US set for record 2025 energy storage installs amid Trump uncertainty: report
Despite a 22% jump in additions, Wood Mackenzie forecasts sector growth will likely slow later this year as tariff and tax credit doubts continue
Despite Donald Trump-driven political uncertainty, the US will install a record 13.3GW of energy storage capacity in 2025, a 22% improvement from the previous year, energy analytics firm Wood Mackenzie said in a new report on Wednesday.
Woodmac, which produces the report with American Clean Power Association (ACP), a national trade group, raised its 2025 utility-scale forecast by 11% due to 2GW of late-stage development delays from fourth quarter last year.
“Activity has been strong and our forecast for this year has expanded,” said Allison Feeney, research analyst at Woodmac.
“However, due to policy uncertainties, growth will likely slow down this year and in subsequent years. Growth will pick back up toward the end of the decade, with a projected “base case” 81 GW total installations from 2025 to 2029,” she said.
Those uncertainties include to what extent, if at all, majority Republicans in Congress will knuckle under to Trump and rescind or modify US climate law tax credits, and his administration’s readiness to slap tariffs on China and other countries that supply battery materials and components.
“It’s still too early to determine the final form of IRA tax incentives over the coming year,” said Alison Weis, global head of storage at Woodmac, referring to the 2022 Inflation Reduction Act, former President Joe Biden’s signature climate law.
Trump has said little about battery energy storage which is often paired with solar in hybrid grid-scale applications. Instead, offshore and onshore wind have been the focus of his criticism of renewable energy technologies, although he has also worked to undo Biden-era executive actions that promote federal support for solar.

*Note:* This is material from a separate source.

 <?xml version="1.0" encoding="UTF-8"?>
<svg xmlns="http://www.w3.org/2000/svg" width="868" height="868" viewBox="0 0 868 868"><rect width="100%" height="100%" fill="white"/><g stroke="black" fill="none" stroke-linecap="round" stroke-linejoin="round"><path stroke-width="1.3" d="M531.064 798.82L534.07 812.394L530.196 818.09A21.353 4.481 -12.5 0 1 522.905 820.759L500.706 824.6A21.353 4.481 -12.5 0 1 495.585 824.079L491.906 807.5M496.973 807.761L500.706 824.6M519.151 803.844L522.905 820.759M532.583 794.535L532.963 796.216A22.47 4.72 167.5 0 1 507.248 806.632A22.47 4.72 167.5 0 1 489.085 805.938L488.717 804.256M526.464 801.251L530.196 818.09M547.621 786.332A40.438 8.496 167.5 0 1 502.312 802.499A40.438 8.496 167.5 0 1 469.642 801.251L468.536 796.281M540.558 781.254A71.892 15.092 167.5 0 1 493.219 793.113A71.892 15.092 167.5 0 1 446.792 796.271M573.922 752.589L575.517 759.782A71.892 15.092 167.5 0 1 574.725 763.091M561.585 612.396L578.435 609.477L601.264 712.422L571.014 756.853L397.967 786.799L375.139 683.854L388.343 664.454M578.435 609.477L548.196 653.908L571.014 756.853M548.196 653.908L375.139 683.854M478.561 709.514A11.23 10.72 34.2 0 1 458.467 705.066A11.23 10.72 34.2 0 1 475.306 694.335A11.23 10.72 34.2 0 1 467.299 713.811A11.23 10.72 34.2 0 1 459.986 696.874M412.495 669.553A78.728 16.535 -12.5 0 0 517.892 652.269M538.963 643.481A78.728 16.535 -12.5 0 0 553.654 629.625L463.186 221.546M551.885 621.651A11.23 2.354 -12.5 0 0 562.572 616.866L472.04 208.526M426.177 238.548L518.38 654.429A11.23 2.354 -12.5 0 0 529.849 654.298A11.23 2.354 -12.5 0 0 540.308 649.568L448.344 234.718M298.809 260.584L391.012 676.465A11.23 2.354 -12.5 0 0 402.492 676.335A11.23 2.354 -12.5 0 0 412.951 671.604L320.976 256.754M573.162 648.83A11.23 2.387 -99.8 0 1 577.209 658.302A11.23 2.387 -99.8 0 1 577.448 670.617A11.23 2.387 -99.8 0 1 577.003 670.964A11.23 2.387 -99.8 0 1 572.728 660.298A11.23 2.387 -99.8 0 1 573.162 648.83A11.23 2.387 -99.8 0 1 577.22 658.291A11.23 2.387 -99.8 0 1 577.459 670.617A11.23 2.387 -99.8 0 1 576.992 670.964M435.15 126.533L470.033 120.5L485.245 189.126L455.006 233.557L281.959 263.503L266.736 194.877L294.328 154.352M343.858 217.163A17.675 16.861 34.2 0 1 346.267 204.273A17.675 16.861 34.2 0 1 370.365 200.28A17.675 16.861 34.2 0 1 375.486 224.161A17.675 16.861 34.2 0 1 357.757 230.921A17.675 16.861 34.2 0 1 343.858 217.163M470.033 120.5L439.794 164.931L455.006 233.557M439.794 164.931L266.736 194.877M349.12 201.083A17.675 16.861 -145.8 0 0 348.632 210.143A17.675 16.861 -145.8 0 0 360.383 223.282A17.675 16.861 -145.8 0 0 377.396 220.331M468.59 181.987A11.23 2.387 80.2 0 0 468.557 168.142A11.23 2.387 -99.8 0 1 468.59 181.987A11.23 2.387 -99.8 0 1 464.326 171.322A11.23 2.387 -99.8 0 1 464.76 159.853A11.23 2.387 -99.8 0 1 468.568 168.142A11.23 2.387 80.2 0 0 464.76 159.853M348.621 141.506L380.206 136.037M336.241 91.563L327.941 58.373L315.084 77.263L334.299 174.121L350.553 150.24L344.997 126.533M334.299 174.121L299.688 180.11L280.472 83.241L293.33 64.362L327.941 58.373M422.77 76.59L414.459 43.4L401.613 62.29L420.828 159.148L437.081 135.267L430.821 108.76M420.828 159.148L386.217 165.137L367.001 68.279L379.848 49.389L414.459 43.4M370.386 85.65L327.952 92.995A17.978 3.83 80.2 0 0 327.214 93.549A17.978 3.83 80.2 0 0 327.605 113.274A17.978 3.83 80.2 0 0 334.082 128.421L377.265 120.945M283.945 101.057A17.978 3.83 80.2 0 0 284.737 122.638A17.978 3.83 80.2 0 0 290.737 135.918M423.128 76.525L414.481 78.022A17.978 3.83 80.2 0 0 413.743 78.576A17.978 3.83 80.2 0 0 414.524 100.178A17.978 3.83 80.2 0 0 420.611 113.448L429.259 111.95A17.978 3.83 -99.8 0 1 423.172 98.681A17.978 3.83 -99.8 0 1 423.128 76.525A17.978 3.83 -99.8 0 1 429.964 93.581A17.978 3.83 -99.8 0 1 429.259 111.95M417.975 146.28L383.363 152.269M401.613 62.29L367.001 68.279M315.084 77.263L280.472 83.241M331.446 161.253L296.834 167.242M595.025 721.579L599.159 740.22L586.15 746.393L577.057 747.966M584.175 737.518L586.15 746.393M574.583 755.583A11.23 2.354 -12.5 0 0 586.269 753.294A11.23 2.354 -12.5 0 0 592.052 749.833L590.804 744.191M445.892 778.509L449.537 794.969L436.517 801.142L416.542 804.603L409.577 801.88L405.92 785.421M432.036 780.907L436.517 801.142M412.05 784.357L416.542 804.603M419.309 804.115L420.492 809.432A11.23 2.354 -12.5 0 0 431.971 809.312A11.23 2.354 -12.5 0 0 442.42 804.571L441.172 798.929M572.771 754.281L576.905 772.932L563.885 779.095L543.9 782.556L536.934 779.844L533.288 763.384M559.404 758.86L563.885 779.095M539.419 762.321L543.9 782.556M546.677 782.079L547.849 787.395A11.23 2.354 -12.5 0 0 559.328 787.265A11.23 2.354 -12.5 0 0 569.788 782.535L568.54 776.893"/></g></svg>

Weis noted that the combination of new tariffs on foreign suppliers with continued IRA manufacturing tax credits and domestic content bonus adder incentives would make US-based storage systems more competitively priced. However, many domestic providers are not set up to meet quick demand.
“If higher pricing is combined with investment tax incentives phasing out beginning in 2028, it could lower our five-year deployment outlook by as much as 19%,” she said.
In the report, Woodmac notes that its high and low cumulative installation scenarios for 2025-29 show a 27GW potential swing from the 81GW base case.
A high case results in 10GW more installed over the next five years. This assumes no federal clean energy tax credit changes, no additional tariffs, renewables firmed with storage are deployed to meet load growth, and barriers to financing and interconnection ease.
The low case assumes a tax phase out starting in 2028, increased protectionist measures that raise the price of Chinese systems, an expanded gas supply chain and preferential gas interconnection that enable greater gas buildout, and increased barriers to financing and interconnection.
Last year, the US installed 12.3GW of energy storage capacity versus 9.3GW in 2023 across all market segments, while utility-scale rose 31% to 10.9GW.